* Requirement
In the data that follows, find the line with "RIGHT_POINTING_Y = -5.2"; transcribe it, every later line up to the one with "length / 2, 0, 0))", and that line as well, exactly and with no others.

* Supplied data
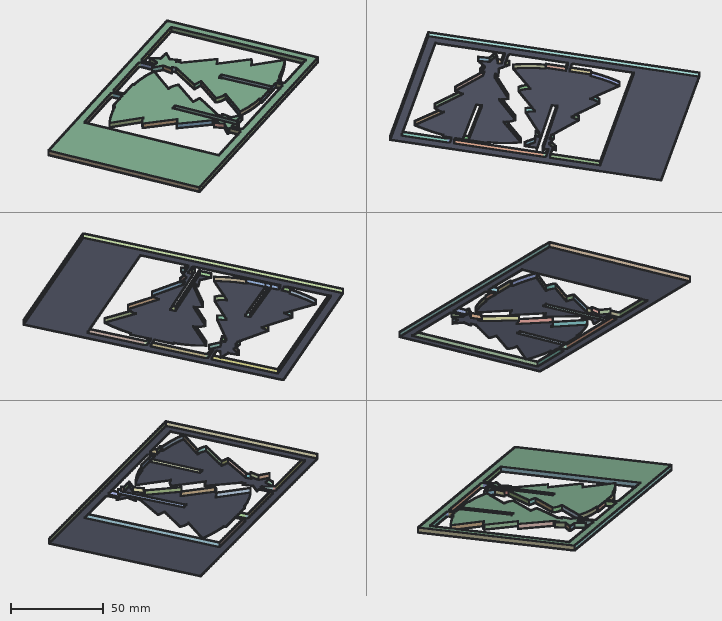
import cadquery as cq
import math

CARD_WIDTH = 90.0
CARD_LENGTH = 150.0
THICKNESS = 2.8
SIDE_BORDER = 5.0
BOTTOM_STRIP = 35.0
WINDOW_LENGTH = 110.0
WINDOW_WIDTH = CARD_WIDTH - 2 * SIDE_BORDER
WINDOW_CENTER_Y = -CARD_LENGTH / 2 + BOTTOM_STRIP + WINDOW_LENGTH / 2

STAR_ARMS = 67.0
STAR_TIP = 72.6

LEFT_POINTING_X = 35.7
LEFT_POINTING_Y = 35.4
RIGHT_POINTING_X = -33.5
RIGHT_POINTING_Y = -5.2

SLOT_WIDTH = 3.2
SLOT_TILT = 0.9
SLOT_MEETING = 30.2
SLOT_OFFSET = 0.5
BASE_WEB = 0.2
BASE_SLOT_LENGTH = SLOT_MEETING - BASE_WEB
STAR_SLOT_OVERRUN = 1.5
STAR_SLOT_LENGTH = STAR_TIP - SLOT_MEETING + STAR_SLOT_OVERRUN

TAB_WIDTH = 2.0
TAB_FILLET = 1.0
TAB_OVERLAP = 0.6
LEFT_POINTING_BASE_TAB_Y = 42.2
LEFT_POINTING_STAR_TAB_Y = 30.3
RIGHT_POINTING_BASE_TAB_Y = -4.8
RIGHT_POINTING_STAR_TAB_Y = -11.0


def solid_tree():
    """Slightly uneven tree with its base edge on the Y axis and its star pointing along +X."""
    return (
        cq.Workplane("XY")
        .moveTo(0, -12.6)
        .lineTo(0, 12.5)
        .lineTo(0.8, 12.5)
        .threePointArc((2.1, 21.5), (4.6, 29.5))
        .lineTo(19.5, 16.4)
        .threePointArc((20.5, 20.0), (22.5, 22.4))
        .lineTo(37.2, 9.8)
        .lineTo(38.8, 14.7)
        .lineTo(55.2, 3.0)
        .lineTo(57.8, 3.0)
        .lineTo(56.7, 5.0)
        .lineTo(62.5, 3.8)
        .lineTo(STAR_ARMS, 8.5)
        .lineTo(STAR_ARMS, 2.1)
        .lineTo(STAR_TIP, -0.3)
        .lineTo(STAR_ARMS, -2.5)
        .lineTo(66.6, -8.7)
        .lineTo(62.2, -3.9)
        .lineTo(56.7, -5.4)
        .lineTo(58.2, -3.3)
        .lineTo(55.0, -3.3)
        .lineTo(39.0, -15.0)
        .lineTo(37.4, -10.4)
        .lineTo(22.5, -22.5)
        .threePointArc((20.8, -20.0), (20.1, -16.8))
        .lineTo(5.8, -29.7)
        .threePointArc((3.0, -21.0), (1.2, -12.6))
        .close()
        .extrude(THICKNESS)
    )


def slot(length, tilt, direction):
    """Slot running from the meeting point along the trunk, towards the star (+1) or base (-1)."""
    return (
        cq.Workplane("XY")
        .box(length, SLOT_WIDTH, THICKNESS, centered=(True, True, False))
        .translate((direction * length / 2, 0, 0))
        .rotate((0, 0, 0), (0, 0, 1), tilt)
        .translate((SLOT_MEETING, SLOT_OFFSET, 0))
    )


def tab(y, tree_edge, wall):
    """Tab from a tree edge to a long window wall, both given by X, flared where it meets the wall."""
    outward = math.copysign(1, wall)
    half = TAB_WIDTH / 2
    start = tree_edge - outward * TAB_OVERLAP
    neck = wall - outward * TAB_FILLET
    arc_radius = outward * TAB_FILLET
    return (
        cq.Workplane("XY")
        .moveTo(start, -half)
        .lineTo(neck, -half)
        .radiusArc((wall, -half - TAB_FILLET), arc_radius)
        .lineTo(wall, half + TAB_FILLET)
        .radiusArc((neck, half), arc_radius)
        .lineTo(start, half)
        .close()
        .extrude(THICKNESS)
        .translate((0, y, 0))
    )


window = (
    cq.Workplane("XY")
    .center(0, WINDOW_CENTER_Y)
    .rect(WINDOW_WIDTH, WINDOW_LENGTH)
    .extrude(THICKNESS)
)
frame = (
    cq.Workplane("XY")
    .rect(CARD_WIDTH, CARD_LENGTH)
    .extrude(THICKNESS)
    .cut(window)
)

right_pointing_tree = (
    solid_tree()
    .cut(slot(STAR_SLOT_LENGTH, -SLOT_TILT, 1))
    .translate((RIGHT_POINTING_X, RIGHT_POINTING_Y, 0))
)
left_pointing_tree = (
    solid_tree()
    .cut(slot(BASE_SLOT_LENGTH, SLOT_TILT, -1))
    .rotate((0, 0, 0), (0, 0, 1), 180)
    .translate((LEFT_POINTING_X, LEFT_POINTING_Y, 0))
)

right_wall = WINDOW_WIDTH / 2
left_wall = -right_wall
tabs = [
    tab(LEFT_POINTING_BASE_TAB_Y, LEFT_POINTING_X, right_wall),
    tab(LEFT_POINTING_STAR_TAB_Y, LEFT_POINTING_X - STAR_ARMS, left_wall),
    tab(RIGHT_POINTING_BASE_TAB_Y, RIGHT_POINTING_X, left_wall),
    tab(RIGHT_POINTING_STAR_TAB_Y, RIGHT_POINTING_X + STAR_ARMS, right_wall),
]

result = frame.union(right_pointing_tree).union(left_pointing_tree)
for holding_tab in tabs:
    result = result.union(holding_tab)

* Output of the task
RIGHT_POINTING_Y = -5.2

SLOT_WIDTH = 3.2
SLOT_TILT = 0.9
SLOT_MEETING = 30.2
SLOT_OFFSET = 0.5
BASE_WEB = 0.2
BASE_SLOT_LENGTH = SLOT_MEETING - BASE_WEB
STAR_SLOT_OVERRUN = 1.5
STAR_SLOT_LENGTH = STAR_TIP - SLOT_MEETING + STAR_SLOT_OVERRUN

TAB_WIDTH = 2.0
TAB_FILLET = 1.0
TAB_OVERLAP = 0.6
LEFT_POINTING_BASE_TAB_Y = 42.2
LEFT_POINTING_STAR_TAB_Y = 30.3
RIGHT_POINTING_BASE_TAB_Y = -4.8
RIGHT_POINTING_STAR_TAB_Y = -11.0


def solid_tree():
    """Slightly uneven tree with its base edge on the Y axis and its star pointing along +X."""
    return (
        cq.Workplane("XY")
        .moveTo(0, -12.6)
        .lineTo(0, 12.5)
        .lineTo(0.8, 12.5)
        .threePointArc((2.1, 21.5), (4.6, 29.5))
        .lineTo(19.5, 16.4)
        .threePointArc((20.5, 20.0), (22.5, 22.4))
        .lineTo(37.2, 9.8)
        .lineTo(38.8, 14.7)
        .lineTo(55.2, 3.0)
        .lineTo(57.8, 3.0)
        .lineTo(56.7, 5.0)
        .lineTo(62.5, 3.8)
        .lineTo(STAR_ARMS, 8.5)
        .lineTo(STAR_ARMS, 2.1)
        .lineTo(STAR_TIP, -0.3)
        .lineTo(STAR_ARMS, -2.5)
        .lineTo(66.6, -8.7)
        .lineTo(62.2, -3.9)
        .lineTo(56.7, -5.4)
        .lineTo(58.2, -3.3)
        .lineTo(55.0, -3.3)
        .lineTo(39.0, -15.0)
        .lineTo(37.4, -10.4)
        .lineTo(22.5, -22.5)
        .threePointArc((20.8, -20.0), (20.1, -16.8))
        .lineTo(5.8, -29.7)
        .threePointArc((3.0, -21.0), (1.2, -12.6))
        .close()
        .extrude(THICKNESS)
    )


def slot(length, tilt, direction):
    """Slot running from the meeting point along the trunk, towards the star (+1) or base (-1)."""
    return (
        cq.Workplane("XY")
        .box(length, SLOT_WIDTH, THICKNESS, centered=(True, True, False))
        .translate((direction * length / 2, 0, 0))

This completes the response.